4.2 Palmgren-Miner Rule

Under normal operating conditions, floating breakwaters are subjected to nonlinear wave actions across their service life. Consequently, the mooring system is subjected to alternating stress amplitudes. The Palmgren-Miner rule can be used to estimate the cumulative fatigue damage rate based on a single slope S-N curve and the effective distribution for all individual stress amplitudes. The accumulated fatigue damage rate is summed up from the fatigue damage arising in a set of individual sea states selected to represent the long-term environmental conditions.
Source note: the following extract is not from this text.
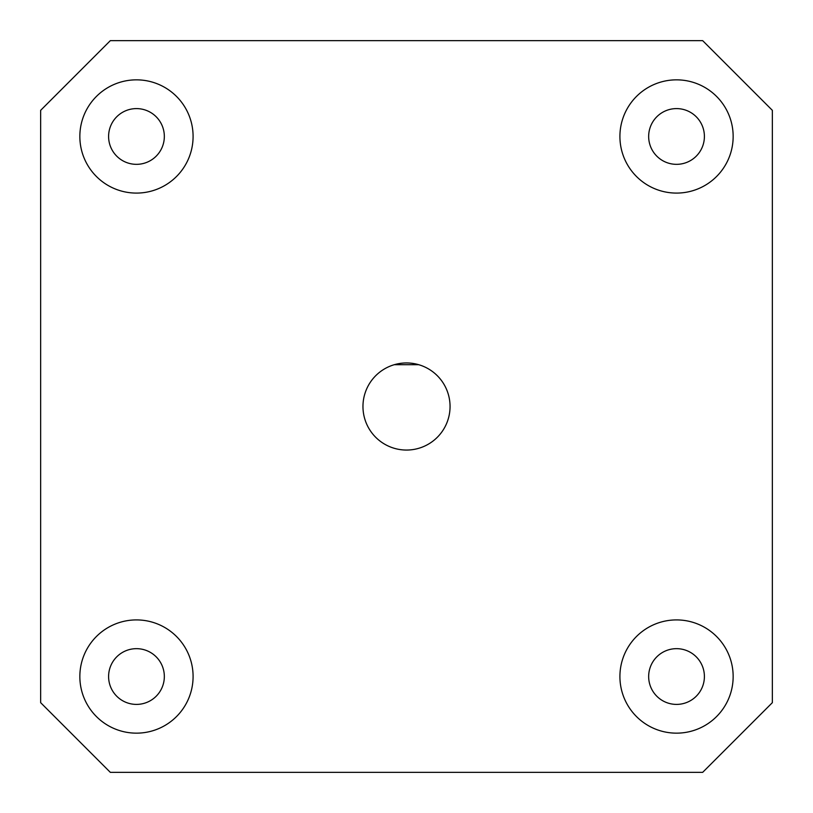 <?xml version="1.0" encoding="UTF-8"?>
<svg xmlns="http://www.w3.org/2000/svg" width="813" height="813" viewBox="0 0 813 813"><rect width="100%" height="100%" fill="white"/><g stroke="black" fill="none" stroke-linecap="round" stroke-linejoin="round"><path stroke-width="1.22" d="M450.056 406.5A43.556 43.556 0 0 0 394.305 364.691A43.556 43.556 0 0 0 406.5 450.056A43.556 43.556 0 0 0 450.056 406.5M108.596 676.528A27.876 27.876 0 0 0 136.472 704.404A27.876 27.876 0 0 0 164.338 676.528A27.876 27.876 0 0 0 136.472 648.662A27.876 27.876 0 0 0 108.596 676.528M79.847 676.528A56.615 56.615 0 0 0 136.472 733.153A56.615 56.615 0 0 0 193.088 676.528A56.615 56.615 0 0 0 136.472 619.913A56.615 56.615 0 0 0 79.847 676.528M648.662 676.528A27.876 27.876 0 0 0 676.528 704.404A27.876 27.876 0 0 0 704.404 676.528A27.876 27.876 0 0 0 676.528 648.662A27.876 27.876 0 0 0 648.662 676.528M619.913 676.528A56.615 56.615 0 0 0 676.528 733.153A56.615 56.615 0 0 0 733.153 676.528A56.615 56.615 0 0 0 676.528 619.913A56.615 56.615 0 0 0 619.913 676.528M648.662 136.472A27.876 27.876 0 0 0 676.528 164.338A27.876 27.876 0 0 0 704.404 136.472A27.876 27.876 0 0 0 676.528 108.596A27.876 27.876 0 0 0 648.662 136.472M619.913 136.472A56.615 56.615 0 0 0 676.528 193.088A56.615 56.615 0 0 0 733.153 136.472A56.615 56.615 0 0 0 676.528 79.847A56.615 56.615 0 0 0 619.913 136.472M79.847 136.472A56.615 56.615 0 0 0 136.472 193.088A56.615 56.615 0 0 0 193.088 136.472A56.615 56.615 0 0 0 136.472 79.847A56.615 56.615 0 0 0 79.847 136.472M108.596 136.472A27.876 27.876 0 0 0 136.472 164.338A27.876 27.876 0 0 0 164.338 136.472A27.876 27.876 0 0 0 136.472 108.596A27.876 27.876 0 0 0 108.596 136.472M702.666 40.65L110.334 40.65L40.65 110.334L40.65 702.666L110.334 772.35L702.666 772.35L772.35 702.666L772.35 110.334L702.666 40.65M394.305 364.691L418.695 364.691"/></g></svg>

According to the Palmgren-Miner rule, the cumulative degree of fatigue damage is calculated by:

D = \sum \frac{n_{i}}{N_{t i}}

(33)

In Eq. 33, $D$ is the accumulated fatigue damage, $n_{i}$ is the number of stress cycles in the $i^{t h}$ stress block, and $N_{t i}$ is the number of cycles to failure under the constant stress range $∆ σ$ . The fatigue life is the reciprocal of accumulated fatigue damage:

L_{F a t i g u e} = \frac{1}{D}

(34)

The FLS is intended to ensure that each type of component in an individual mooring line has a suitable resistance to fatigue failure. Based on the recommendation of DNVGL-OS-E301DNVGL OS E301, 2017. Offshore Standard DNVGL-OS-E301: Position Mooring. Det Norske Veritas and Germanischer Lloyd SE., the design equation for the FLS is as follows:

1 - D . γ_{f} \geq 0

(35)

In Eq. 35, $γ_{f}$ is the single safety factor for fatigue limit state.

5 RESULTS AND DISCUSSION

An extensive parametric study was performed to determine the effect of the TLCD on a floating breakwater. A TLCD was coupled with a floating breakwater to evaluate the floating body response, fairlead displacement, mobilized tension, damage rate, and fatigue life of the mooring lines under irregular wave excitation. A fatigue analysis of the mooring lines was conducted for models of the floating breakwater with and without the TLCD (FB-TLCD and FB, respectively). For the results, the focus was on tradeoff between criteria that measure the mobilized tensile stress in mooring lines and fatigue damage rate induced by different sea states for FB and FB-TLCD.

5.1 Description of Model

A single rectangular pontoon floating breakwater installed in a water depth of 20 m was considered. The model of the floating breakwater consisted of a single rectangular pontoon and eight submerged mooring chains, as shown in Figs. 1 and 2. The total mass of the floating breakwater was 94,500 kg. The principal dimensions of the floating breakwater are summarized in Table 2. The damping system comprised four identical TLCDs that were embedded in the void space inside the floating pontoon. The total length of the TLCD was 11 m. Damping devices were uniformly distributed along the pontoon length. The key parameters of the TLCD are presented in Table 3. The mass of the TLCD, which was about 1% of the total mass of the floating breakwater, was 905 kg. The R3 grade stud link chain was the component of the mooring system. The engineering specifications of this grade are extensively presented in DNVGL-OS-E302. For R3 grade material, the yield stress and tensile strength are 410 and 690 MPa, respectively. The nominal diameter of each mooring line was 0.152 m, the total length of each mooring line was 35 m, and the transversal and longitudinal drag coefficients were set to 2.4 and 1.5, respectively, for numerical simulations.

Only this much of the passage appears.